What kind of home insurance should I get? How much coverage do I need? Is my policy too expensive? These questions are common ones, especially after moving into a new house or apartment.
Homeowners insurance protects against damage caused by natural disasters such as hurricanes, tornadoes, floods, earthquakes, etc. Homeowners’ insurance costs vary depending on where you live and whether you want additional coverage.
You don’t always need full coverage. If you only plan to stay at your current residence for less than five years, then you can save some money by choosing a basic policy.
Is homeowners insurance required?
Homeowner’s insurance isn’t required by law, but it’s still recommended. Lenders will want proof of coverage, and some states require you to carry it.
A mortgage company will usually require it. But check with your local government. Some states don’t require it.
Types of homeowners coverages
Homeowner’s insurance combines several types of coverage into a single policy. These coverages pay a different amount depending on what happens to your home. There are two main types: standard and extra. A standard policy typically covers everything except personal liability and lost use. An extra policy adds those two types of coverage to the basic one.
Medical payment pays for injuries that occur on your premises.

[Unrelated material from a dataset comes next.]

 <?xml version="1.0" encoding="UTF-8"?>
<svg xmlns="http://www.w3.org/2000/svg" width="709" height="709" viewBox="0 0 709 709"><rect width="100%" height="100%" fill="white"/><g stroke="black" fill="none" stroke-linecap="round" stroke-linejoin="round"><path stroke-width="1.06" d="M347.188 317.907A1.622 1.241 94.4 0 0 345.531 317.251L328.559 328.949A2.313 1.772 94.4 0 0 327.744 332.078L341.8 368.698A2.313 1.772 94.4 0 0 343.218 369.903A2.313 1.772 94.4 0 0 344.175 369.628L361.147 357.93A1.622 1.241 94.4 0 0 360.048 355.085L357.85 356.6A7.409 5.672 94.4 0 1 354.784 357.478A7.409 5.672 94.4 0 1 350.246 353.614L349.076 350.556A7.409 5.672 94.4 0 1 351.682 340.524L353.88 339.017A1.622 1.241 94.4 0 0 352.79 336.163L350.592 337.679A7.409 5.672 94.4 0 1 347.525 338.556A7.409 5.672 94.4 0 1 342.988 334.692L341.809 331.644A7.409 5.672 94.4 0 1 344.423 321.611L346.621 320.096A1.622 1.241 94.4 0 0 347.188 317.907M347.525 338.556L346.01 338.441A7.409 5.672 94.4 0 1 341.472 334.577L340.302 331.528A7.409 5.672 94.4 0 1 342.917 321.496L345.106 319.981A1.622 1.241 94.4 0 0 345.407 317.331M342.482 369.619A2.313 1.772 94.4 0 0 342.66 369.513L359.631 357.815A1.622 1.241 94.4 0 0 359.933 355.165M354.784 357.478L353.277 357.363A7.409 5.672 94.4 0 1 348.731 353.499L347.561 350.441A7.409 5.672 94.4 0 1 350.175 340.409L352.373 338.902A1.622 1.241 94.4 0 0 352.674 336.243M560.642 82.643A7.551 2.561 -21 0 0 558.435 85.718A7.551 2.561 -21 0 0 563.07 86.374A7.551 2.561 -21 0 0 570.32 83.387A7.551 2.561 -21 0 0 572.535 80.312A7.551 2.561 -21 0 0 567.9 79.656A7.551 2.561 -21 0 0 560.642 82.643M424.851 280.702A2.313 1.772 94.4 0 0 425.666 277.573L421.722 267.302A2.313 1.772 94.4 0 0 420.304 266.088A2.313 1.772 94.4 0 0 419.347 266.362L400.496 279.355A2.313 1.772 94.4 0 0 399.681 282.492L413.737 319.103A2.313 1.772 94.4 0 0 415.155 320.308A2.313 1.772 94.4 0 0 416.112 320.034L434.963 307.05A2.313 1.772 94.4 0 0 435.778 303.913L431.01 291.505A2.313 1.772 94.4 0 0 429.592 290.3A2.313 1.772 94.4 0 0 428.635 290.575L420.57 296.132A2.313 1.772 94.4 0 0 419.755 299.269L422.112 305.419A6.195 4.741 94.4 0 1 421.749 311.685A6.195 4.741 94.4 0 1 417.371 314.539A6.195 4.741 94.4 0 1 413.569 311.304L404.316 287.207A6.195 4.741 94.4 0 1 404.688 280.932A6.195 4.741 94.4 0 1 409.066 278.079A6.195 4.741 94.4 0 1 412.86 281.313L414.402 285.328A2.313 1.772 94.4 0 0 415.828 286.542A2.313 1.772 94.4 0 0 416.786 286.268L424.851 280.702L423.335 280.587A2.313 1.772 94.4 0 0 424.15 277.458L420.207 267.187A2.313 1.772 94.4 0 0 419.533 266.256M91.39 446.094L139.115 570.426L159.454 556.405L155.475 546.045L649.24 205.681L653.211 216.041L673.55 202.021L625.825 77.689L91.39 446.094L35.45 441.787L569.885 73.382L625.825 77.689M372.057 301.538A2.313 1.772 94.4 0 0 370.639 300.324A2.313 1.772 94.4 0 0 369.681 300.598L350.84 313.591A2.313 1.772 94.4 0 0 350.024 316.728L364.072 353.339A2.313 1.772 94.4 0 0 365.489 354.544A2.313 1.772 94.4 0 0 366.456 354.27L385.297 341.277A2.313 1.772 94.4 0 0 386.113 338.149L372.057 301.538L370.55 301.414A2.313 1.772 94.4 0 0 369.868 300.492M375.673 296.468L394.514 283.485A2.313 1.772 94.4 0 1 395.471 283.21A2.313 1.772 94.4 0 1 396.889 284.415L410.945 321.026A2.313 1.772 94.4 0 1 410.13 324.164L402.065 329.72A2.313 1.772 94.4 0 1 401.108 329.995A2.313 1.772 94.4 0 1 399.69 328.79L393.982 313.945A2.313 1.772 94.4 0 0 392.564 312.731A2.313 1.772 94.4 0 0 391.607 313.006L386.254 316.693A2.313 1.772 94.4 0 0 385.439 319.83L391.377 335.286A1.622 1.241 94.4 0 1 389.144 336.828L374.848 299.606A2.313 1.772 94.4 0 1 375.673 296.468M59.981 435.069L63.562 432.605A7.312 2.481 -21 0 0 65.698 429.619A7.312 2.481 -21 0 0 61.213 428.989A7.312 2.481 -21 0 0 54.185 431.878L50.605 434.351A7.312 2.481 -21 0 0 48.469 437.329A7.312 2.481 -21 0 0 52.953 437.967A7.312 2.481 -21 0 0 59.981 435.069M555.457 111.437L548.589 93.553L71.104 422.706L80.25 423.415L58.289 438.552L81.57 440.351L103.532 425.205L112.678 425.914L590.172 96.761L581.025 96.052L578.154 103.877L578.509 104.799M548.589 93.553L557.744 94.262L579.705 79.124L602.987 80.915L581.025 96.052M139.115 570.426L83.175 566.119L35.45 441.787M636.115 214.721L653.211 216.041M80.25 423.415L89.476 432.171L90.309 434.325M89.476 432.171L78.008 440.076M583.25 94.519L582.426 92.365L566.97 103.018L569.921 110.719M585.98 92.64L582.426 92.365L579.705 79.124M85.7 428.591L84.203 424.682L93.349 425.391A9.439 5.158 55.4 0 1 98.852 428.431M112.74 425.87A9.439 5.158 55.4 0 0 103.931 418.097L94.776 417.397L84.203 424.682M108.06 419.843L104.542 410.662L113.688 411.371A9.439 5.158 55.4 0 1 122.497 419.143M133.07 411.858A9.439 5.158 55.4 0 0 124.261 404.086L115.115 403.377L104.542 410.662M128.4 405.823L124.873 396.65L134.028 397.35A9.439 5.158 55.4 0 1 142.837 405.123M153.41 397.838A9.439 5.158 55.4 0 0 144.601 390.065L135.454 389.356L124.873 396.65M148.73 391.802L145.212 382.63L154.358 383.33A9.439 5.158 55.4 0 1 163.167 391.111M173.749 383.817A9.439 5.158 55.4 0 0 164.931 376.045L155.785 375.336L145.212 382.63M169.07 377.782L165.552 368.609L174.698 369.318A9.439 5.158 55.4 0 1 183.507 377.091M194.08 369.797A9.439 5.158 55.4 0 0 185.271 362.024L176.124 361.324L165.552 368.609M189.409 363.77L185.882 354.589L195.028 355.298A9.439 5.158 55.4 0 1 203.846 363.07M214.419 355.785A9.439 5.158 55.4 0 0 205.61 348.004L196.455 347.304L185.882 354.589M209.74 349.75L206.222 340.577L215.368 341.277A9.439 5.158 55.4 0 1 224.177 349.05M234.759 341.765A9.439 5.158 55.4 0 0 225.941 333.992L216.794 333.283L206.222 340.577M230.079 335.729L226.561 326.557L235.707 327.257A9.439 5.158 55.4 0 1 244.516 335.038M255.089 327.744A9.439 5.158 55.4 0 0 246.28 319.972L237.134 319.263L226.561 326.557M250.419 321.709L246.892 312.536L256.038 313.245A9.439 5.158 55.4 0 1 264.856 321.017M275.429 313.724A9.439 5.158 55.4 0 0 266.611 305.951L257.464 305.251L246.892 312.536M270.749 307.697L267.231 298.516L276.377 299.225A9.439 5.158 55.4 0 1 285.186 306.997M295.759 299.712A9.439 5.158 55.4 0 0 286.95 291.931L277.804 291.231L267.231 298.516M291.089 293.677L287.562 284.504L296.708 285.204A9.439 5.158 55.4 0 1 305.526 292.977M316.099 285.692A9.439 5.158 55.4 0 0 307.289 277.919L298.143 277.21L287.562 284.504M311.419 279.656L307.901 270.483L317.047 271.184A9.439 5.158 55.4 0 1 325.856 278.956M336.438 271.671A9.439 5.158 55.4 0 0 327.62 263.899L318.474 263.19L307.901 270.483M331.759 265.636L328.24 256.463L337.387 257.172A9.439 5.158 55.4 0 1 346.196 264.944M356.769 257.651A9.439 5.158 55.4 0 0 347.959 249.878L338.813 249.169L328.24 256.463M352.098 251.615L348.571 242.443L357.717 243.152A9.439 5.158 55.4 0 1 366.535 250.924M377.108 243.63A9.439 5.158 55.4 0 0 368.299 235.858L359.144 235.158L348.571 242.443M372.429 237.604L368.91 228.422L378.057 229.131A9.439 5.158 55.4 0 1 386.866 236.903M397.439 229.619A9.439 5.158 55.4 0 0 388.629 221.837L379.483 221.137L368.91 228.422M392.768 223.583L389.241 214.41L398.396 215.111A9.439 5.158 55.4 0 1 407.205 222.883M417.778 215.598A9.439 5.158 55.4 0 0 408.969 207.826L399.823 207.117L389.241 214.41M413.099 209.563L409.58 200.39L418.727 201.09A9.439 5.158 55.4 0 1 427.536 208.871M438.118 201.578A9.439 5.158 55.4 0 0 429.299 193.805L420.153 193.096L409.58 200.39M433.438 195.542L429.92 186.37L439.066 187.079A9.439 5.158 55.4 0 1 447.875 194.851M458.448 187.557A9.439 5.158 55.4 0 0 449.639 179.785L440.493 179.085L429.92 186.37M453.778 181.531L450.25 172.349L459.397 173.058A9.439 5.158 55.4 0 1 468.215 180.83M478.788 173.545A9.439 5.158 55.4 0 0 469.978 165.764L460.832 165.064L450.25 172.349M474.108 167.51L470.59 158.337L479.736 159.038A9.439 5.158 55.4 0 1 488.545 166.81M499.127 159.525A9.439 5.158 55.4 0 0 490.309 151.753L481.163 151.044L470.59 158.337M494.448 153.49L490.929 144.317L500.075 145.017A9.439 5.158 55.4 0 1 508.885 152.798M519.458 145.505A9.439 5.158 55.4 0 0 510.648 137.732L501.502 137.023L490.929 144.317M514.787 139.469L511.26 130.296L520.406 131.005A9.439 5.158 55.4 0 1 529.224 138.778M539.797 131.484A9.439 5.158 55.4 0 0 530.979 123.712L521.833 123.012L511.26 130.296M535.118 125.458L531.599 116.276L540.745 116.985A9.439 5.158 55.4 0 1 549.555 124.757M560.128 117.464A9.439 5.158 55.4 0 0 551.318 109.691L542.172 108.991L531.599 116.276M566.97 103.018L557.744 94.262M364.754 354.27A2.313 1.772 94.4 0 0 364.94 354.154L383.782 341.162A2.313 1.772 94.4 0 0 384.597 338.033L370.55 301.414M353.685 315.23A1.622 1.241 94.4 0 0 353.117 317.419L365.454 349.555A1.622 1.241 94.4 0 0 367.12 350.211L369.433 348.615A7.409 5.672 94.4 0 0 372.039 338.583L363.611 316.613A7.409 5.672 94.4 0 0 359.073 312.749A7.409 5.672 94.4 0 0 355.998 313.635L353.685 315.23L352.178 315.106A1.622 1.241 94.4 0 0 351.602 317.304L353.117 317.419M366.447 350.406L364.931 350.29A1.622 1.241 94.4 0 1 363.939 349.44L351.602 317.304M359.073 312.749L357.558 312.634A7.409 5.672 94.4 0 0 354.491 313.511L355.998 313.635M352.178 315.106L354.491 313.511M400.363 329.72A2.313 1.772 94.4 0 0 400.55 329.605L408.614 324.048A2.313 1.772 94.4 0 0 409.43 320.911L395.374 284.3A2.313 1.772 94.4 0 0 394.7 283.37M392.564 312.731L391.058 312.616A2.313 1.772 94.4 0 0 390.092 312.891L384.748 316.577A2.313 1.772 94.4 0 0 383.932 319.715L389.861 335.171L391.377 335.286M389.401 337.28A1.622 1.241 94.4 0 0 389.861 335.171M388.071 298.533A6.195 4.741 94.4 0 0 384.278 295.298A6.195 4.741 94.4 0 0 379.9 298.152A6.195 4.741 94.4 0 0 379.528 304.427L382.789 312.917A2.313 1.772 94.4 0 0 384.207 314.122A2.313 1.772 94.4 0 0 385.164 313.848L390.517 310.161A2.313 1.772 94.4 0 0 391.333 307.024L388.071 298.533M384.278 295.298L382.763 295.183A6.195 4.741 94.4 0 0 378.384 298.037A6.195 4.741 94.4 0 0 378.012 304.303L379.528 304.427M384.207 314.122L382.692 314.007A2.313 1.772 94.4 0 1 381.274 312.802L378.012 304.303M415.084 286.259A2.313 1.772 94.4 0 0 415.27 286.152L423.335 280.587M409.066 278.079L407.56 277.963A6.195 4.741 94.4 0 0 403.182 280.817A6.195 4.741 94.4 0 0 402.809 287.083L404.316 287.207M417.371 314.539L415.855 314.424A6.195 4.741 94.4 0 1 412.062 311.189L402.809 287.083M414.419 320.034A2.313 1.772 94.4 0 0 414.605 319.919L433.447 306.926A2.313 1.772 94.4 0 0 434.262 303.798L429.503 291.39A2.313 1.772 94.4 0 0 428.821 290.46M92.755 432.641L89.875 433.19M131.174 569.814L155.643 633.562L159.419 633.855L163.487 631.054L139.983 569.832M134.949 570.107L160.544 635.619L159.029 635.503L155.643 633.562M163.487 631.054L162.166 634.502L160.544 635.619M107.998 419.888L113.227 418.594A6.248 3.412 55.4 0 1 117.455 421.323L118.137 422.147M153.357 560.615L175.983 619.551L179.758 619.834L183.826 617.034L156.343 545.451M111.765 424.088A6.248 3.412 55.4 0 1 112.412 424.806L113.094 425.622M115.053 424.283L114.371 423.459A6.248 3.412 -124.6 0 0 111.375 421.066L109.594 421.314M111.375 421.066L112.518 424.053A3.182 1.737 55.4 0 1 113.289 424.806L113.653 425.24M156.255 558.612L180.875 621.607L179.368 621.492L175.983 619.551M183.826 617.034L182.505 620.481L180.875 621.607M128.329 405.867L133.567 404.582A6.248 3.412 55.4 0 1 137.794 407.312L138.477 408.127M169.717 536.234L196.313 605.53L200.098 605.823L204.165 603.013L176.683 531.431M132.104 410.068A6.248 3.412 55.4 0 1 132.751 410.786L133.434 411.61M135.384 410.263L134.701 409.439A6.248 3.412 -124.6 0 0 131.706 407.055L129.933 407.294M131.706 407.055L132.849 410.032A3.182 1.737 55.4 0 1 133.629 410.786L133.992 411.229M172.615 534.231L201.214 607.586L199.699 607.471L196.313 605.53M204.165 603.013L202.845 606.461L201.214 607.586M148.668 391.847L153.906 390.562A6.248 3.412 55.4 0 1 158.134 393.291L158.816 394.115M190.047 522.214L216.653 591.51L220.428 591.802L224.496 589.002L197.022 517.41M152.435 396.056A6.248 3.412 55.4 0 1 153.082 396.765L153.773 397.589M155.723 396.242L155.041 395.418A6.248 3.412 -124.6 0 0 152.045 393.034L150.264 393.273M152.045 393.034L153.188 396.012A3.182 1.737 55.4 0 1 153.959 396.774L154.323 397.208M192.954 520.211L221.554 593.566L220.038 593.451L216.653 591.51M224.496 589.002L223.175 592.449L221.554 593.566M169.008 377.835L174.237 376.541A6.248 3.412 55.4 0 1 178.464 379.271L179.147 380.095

Your policy will pay for emergency room visits, hospital bills, ambulance rides, and doctor fees.
Liability protection protects you from lawsuits filed by others who suffer injury or damage because of an accident involving your home or belongings. This coverage is important to protect yourself from legal action if someone slips and falls on your stairs or gets hurt while working around your pool.
What risks does a homeowners policy cover?
Your homeowner’s insurance policy protects you against certain types of losses. But it doesn’t protect you against every risk. Some risks aren’t even covered. Here are three things to know about your homeowner’s policy.
1. What Risks Are Not Covered?
Most home policies provide protection against loss caused by fire, lightning, windstorms, hail, smoke, vandalism, theft, explosion, falling objects, riot or civil commotion, aircraft, vehicles, animals, and damage to property owned by others. However, several exclusions could limit or eliminate your coverage. For example, most policies don’t cover flood damages unless the water rises above the floor level of your house. They also won’t pay out if you’re sued because someone slipped and fell on your property.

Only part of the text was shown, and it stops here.